Search code examples
statadummy-variable

Generate dummies in Stata vs. in R


Stata

r, u, s are dummies. I'm wondering if the following line is also generating dummy n, if r or u or s ==1, but just omit ==1 after r, u, s?

generate byte n = r | u | s

R

Does it make a difference when we generate byte and variable in R or it's the same in R?


Solution

  • This answer addresses Stata questions only.

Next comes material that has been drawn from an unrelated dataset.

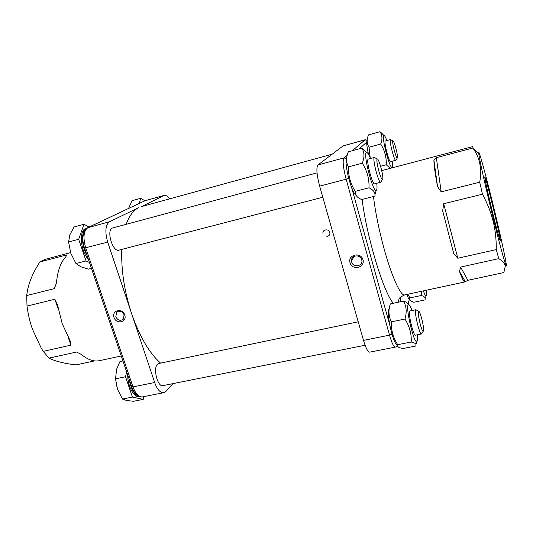 <?xml version="1.0" encoding="UTF-8"?>
<svg xmlns="http://www.w3.org/2000/svg" width="533" height="533" viewBox="0 0 533 533"><rect width="100%" height="100%" fill="white"/><g stroke="black" fill="none" stroke-linecap="round" stroke-linejoin="round"><path stroke-width="0.8" d="M367.21 140.206L365.185 139.739L343.172 145.835L317.921 165.003C316.122 167.708 316.702 174.757 319.66 186.164L363.506 340.387C365.871 348.269 367.943 352.186 369.729 352.146L395.2 347.136M365.078 345.244L163.018 385.612C157.715 387.578 152.738 368.256 157.521 364.232L158.907 363.473M322.811 197.25L118.919 250.144C112.823 252.535 106.114 230.463 112.25 228.071L317.035 172.865M172.885 383.647L165.99 391.349L163.931 392.661C160.4 393.068 157.308 389.69 154.663 382.521L131.544 313.424C139.559 336.463 149.24 353.033 160.593 363.12M141.605 206.557L164.137 195.404C165.81 195.025 167.622 196.177 169.587 198.869M121.797 249.397C121.058 269.791 124.302 291.131 131.544 313.424L107.693 242.115C104.774 231.688 105.401 224.893 109.565 221.721L138.833 207.59C133.556 210.129 129.339 215.692 126.188 224.266M460.605 267.08L498.755 258.638C502.786 261.103 504.951 263.662 505.257 266.307L503.865 272.55L467.887 280.318L460.605 267.08L459.493 271.457L465.276 281.671L467.887 280.318M465.276 281.671L465.023 281.904C464.036 282.29 462.198 278.806 459.493 271.457M496.276 249.604L457.787 258.245L443.709 203.733L482.472 194.212C487.482 203.619 491.033 212.614 493.118 221.202C495.29 229.783 496.343 239.25 496.276 249.604L498.755 258.638M453.723 253.528L442.663 210.828L453.723 253.528L457.787 258.245M443.709 203.733L442.663 210.828M479.707 182.213L441.191 191.847L436.327 157.648L472.878 148.027C479.847 157.601 482.125 169.001 479.707 182.213L482.472 194.212M437.573 186.703C435.135 173.751 433.909 164.85 433.889 159.993L437.573 186.703L441.191 191.847M436.327 157.648L433.889 159.993M436.347 156.196L472.918 146.568L472.878 148.027M56.465 282.856L54.379 288.626L26.69 295.555L27.35 291.218C28.982 282.084 33.159 272.33 39.868 261.969L66.545 254.947L65.952 256.593M54.379 288.626L56.465 282.896C57.537 270.944 60.709 262.169 65.972 256.573L66.545 254.947M68.137 337.176L70.929 345.144L43.2 351.374L41.088 347.789L32.56 329.454C30.021 322.472 28.176 314.683 27.016 306.089L26.69 295.555M27.016 306.089L54.839 299.253L58.137 308.674M70.929 345.144L70.023 340.5L62.194 323.618L57.411 304.503L54.839 299.253M94.574 360.888L76.006 364.898C64.1 363.493 55.099 361.234 49.003 358.123L43.2 351.374M49.003 358.123L76.565 352.027L81.449 354.505C87.992 359.935 94.174 361.954 99.997 360.561L121.251 355.977M70.589 252.642L45.098 259.364L39.868 261.969M370.462 158.481C368.769 154.303 367.464 152.311 366.544 152.505C362.7 152.824 372.814 192.4 376.205 190.374L376.558 190.108C377.104 189.208 377.171 186.923 376.751 183.259M375.119 157.848L374.413 157.415L368.143 159.16C366.011 160.553 372.507 185.264 374.606 183.812L380.729 182.226L381.102 181.56M356.131 195.331C354.865 194.645 353.312 191.867 351.467 186.99C347.423 176.396 344.704 159.94 346.63 158.108M361.827 148.121L348.342 151.812C345.884 157.402 345.93 162.425 348.495 166.882C348.229 175.743 350.487 183.898 355.264 191.34C355.045 194.365 356.464 196.744 359.522 198.483L361.521 199.555L374.926 196.137L374.979 194.705C374.999 192.1 373.007 189.795 369.016 187.789C369.349 178.955 367.104 170.753 362.28 163.178C364.665 157.355 364.512 152.338 361.827 148.121L366.811 152.478M362.28 163.178L348.495 166.882M369.016 187.789L355.264 191.34M397.511 345.457C395.14 344.398 392.601 337.742 389.89 325.503C388.104 315.869 387.884 310.266 389.23 308.7M408.045 304.136L409.324 299.246C408.651 298.786 407.805 297.194 406.779 294.456M368.496 154.303C367.284 149.02 366.677 144.976 366.691 142.184L367.224 140.046M382.581 179.228L382.414 179.355C380.702 180.281 375.365 159.334 377.257 159.094C378.85 157.888 384.086 177.736 382.581 179.228M374.413 157.415L374.266 157.515C372.254 158.854 378.67 183.445 380.702 182.233L380.729 182.226M89.118 227.031L83.974 224.273L74.054 226.991L69.843 234.826L68.577 242.002L70.769 253.188L75.966 263.535L80.776 266.753L88.418 269.138L91.449 268.365M83.974 224.273L78.677 239.29L86.053 260.93L75.966 263.535M78.677 239.29L68.577 242.002M86.053 260.93L89.464 262.509M86.213 228.384L85.453 228.657C78.777 231.002 80.61 251.143 88.358 259.278M86.646 228.331L86.639 228.331C81.009 230.436 81.169 246.013 87.079 255.507M386.865 140.539C385.519 137.014 384.52 135.309 383.873 135.429C381.115 135.535 389.65 168.901 392.022 167.349L392.235 167.182C392.628 166.516 392.608 164.59 392.175 161.419M390.929 139.793L390.516 139.539L385.239 141.025C383.7 141.931 389.177 162.931 390.656 161.819L396.066 160.04M390.269 168.348L386.245 164.744C386.565 157.282 384.706 150.373 380.682 144.017C382.574 139.246 382.334 135.142 379.949 131.711L383.86 135.415L380.629 132.157M379.949 131.711L368.523 134.889C366.564 139.506 366.737 143.61 369.036 147.208L370.208 157.868M380.682 144.017L369.036 147.208M386.245 164.744L380.595 166.243M397.371 157.935L397.265 158.008C396.072 158.734 391.568 141.045 392.921 140.945C394.04 140.026 398.457 156.935 397.371 157.935M390.516 139.539L390.429 139.599C388.97 140.479 394.393 161.386 395.826 160.446L397.265 158.008M154.663 382.521L132.977 386.898L85.746 247.912C82.835 237.585 83.574 230.816 87.958 227.598L144.923 200.768L140.679 198.309L131.984 200.728L128.54 208.463M140.679 198.309L139.22 203.433M142.544 201.86L141.332 202.433M412.036 310.539C410.51 306.382 409.324 304.403 408.471 304.596C404.907 304.843 413.655 343.565 416.853 341.64L417.486 340.507L417.466 334.777M410.037 310.959L409.611 311.565C408.378 315.15 413.675 336.536 415.46 335.177L421.416 333.991M403.561 301.092L390.323 303.917C388.204 310.279 388.564 316.249 391.395 321.839C391.022 329.994 393.134 337.616 397.718 344.684C397.272 345.99 397.845 346.97 399.424 347.623L402.648 348.589L415.813 346.01L415.96 344.451C415.707 343.505 414.121 342.692 411.216 342.019C411.649 333.891 409.557 326.229 404.933 319.04C406.959 312.405 406.499 306.422 403.561 301.092L406.179 302.118L408.458 304.603M404.933 319.04L391.395 321.839M411.216 342.019L397.718 344.684M423.508 330.72L423.202 331.293C421.603 332.199 416.946 311.705 418.698 311.485C420.031 310.333 424.315 327.462 423.508 330.72M416.639 310.166L415.973 309.713L415.633 310.306C414.501 313.85 419.738 335.13 421.463 333.984L421.81 333.438M122.936 360.948L119.932 361.587L116.614 369.196L115.528 378.816L117.513 389.27L122.477 399.07L126.554 400.483L133.457 401.289L143.237 399.377L143.837 396.619M117.147 388.131L115.528 378.83L125.515 376.751L132.451 397.098L122.477 399.07M132.451 397.098L143.237 399.377M126.687 371.967L125.515 376.751M127.733 375.045C127.554 386.252 134.276 398.371 139.553 396.699M129.272 379.563C130.998 389.037 134.209 394.667 138.913 396.452M423.355 290.885C424.561 294.249 425.467 295.902 426.067 295.835L426.447 295.149L426.3 290.252M407.865 294.223L409.91 297.92C409.424 299.393 409.944 300.519 411.463 301.305L413.821 302.271L425.014 299.899L425.254 298.44C425.194 297.314 423.888 296.328 421.35 295.475L421.29 291.331M421.35 295.475L409.91 297.92M115.788 316.782L116.634 312.391C119.665 310.439 122.157 311.252 124.116 314.843L123.343 319.147C120.311 321.199 117.793 320.413 115.788 316.782M124.769 314.996C122.363 307.688 111.477 310.253 114.009 317.495C116.394 324.744 127.26 322.265 124.769 314.996M323.045 233.687C321.825 229.31 329.094 228.457 329.8 232.335C330.227 234.507 329.247 235.939 326.856 236.639M493.838 220.769C486.343 190.661 479.267 158.934 478.794 153.691C477.961 146.142 485.916 175.157 493.891 208.077C501.893 240.983 508.302 271.097 505.764 264.768C503.858 259.624 499.881 244.96 493.838 220.769M493.291 215.445C497.762 233.241 500.134 241.656 500.4 240.689C500.54 237.058 486.589 179.568 484.983 177.183C483.751 174.391 488.161 194.818 493.291 215.445M357.656 255.9L360.355 257.372M350.001 262.729C352.193 270.791 365.292 267.799 362.98 259.718C360.768 251.589 347.643 254.687 350.001 262.729M361.714 259.678L361.86 260.377C362.913 266.4 353.066 267.952 351.673 262.009L351.5 261.01C350.794 255.147 360.368 253.875 361.714 259.678M464.876 281.937L404.807 294.882C400.956 296.788 391.762 277 383.927 248.151C378.81 229.197 375.325 211.987 373.466 196.51M389.89 325.503L351.467 186.99M359.229 148.834L366.691 142.184M362.1 199.409C366.737 237.232 384 293.596 393.374 303.27M400.27 301.798L400.949 296.761M109.565 221.721L87.552 227.771C83.188 229.456 81.276 239.437 84.54 248.052L107.693 242.115M131.758 386.871C134.696 394.333 138.287 397.671 142.531 396.872C138.833 397.318 135.648 393.987 132.977 386.898L131.698 386.691L84.567 248.118M163.771 195.544L144.736 200.828M367.244 142.171L367.077 141.838M365.185 139.739L352.313 150.726M342.999 145.929L365.038 139.826L367.197 140.465M347.216 155.096L343.912 157.928L317.921 165.003M346.377 158.594L343.912 157.928C342.439 160.566 343.179 167.648 346.144 179.175L348.742 178.289M319.66 186.164L346.144 179.175L389.516 335.144C391.842 343.112 393.774 347.096 395.319 347.11C396.039 346.95 396.672 346.39 397.225 345.431M391.975 334.124L389.516 335.144L363.506 340.387M158.741 363.513L358.216 321.792M381.728 170.6L436.614 156.129M366.544 152.505L362.806 148.72M376.205 190.374L374.979 194.705M377.257 159.094L374.393 157.422M382.414 179.355L380.702 182.233M86.119 228.404L86.799 228.224M392.022 167.349L391.862 167.928M392.921 140.945L390.496 139.546M408.471 304.596L406.179 302.118M416.853 341.64L415.96 344.451M418.698 311.485L415.953 309.726M423.202 331.293L421.483 333.978M409.977 310.972L415.973 309.713M426.067 295.835L425.254 298.44M117.54 311.718L116.634 312.391M144.563 200.914L87.785 227.658M163.644 392.714L142.531 396.872M164.137 195.404L145.309 200.621M332.126 154.197L141.305 206.644M478.794 153.691L472.864 147.888M505.764 264.768L505.257 266.307M404.567 294.936C400.629 296.894 398.791 298.267 399.044 299.04L398.084 302.264M400.023 301.851L400.856 296.841M409.784 297.707L408.085 304.183M354.205 256.306L351.5 261.01"/></g></svg>

    In Stata if r u s are all 0, 1 variables then r | u | s is also 0, 1 and will be 1 if any of those is 1 and 0 if and only if all are 0. So, it is equivalent to max(r, u, s).

    But watch out if r u s are 0, 1 or missing, then r | u | s will also be 1 if any of those is missing. But max(r, u, s) will be missing only if all of those are missing.

    If missings are present, then you could use

      * 1 
      gen n = r | u | s if !missing(r, u, s) 
    

    The result will be 1 if any argument r u s is 1, 0 if all arguments are 0, and missing if any argument is missing.

      * 2 
      gen n = (r == 1) | (u == 1) | (s == 1) 
    

    The result will be 1 if any argument is 1 and 0 otherwise. "Otherwise" is anything from all 0s to all missings.

      * 3 
      gen n = inlist(1, r, u, s) 
    

    #3 is equivalent to #2.

    In all cases, specifying byte is good practice to save on storage, but not material otherwise.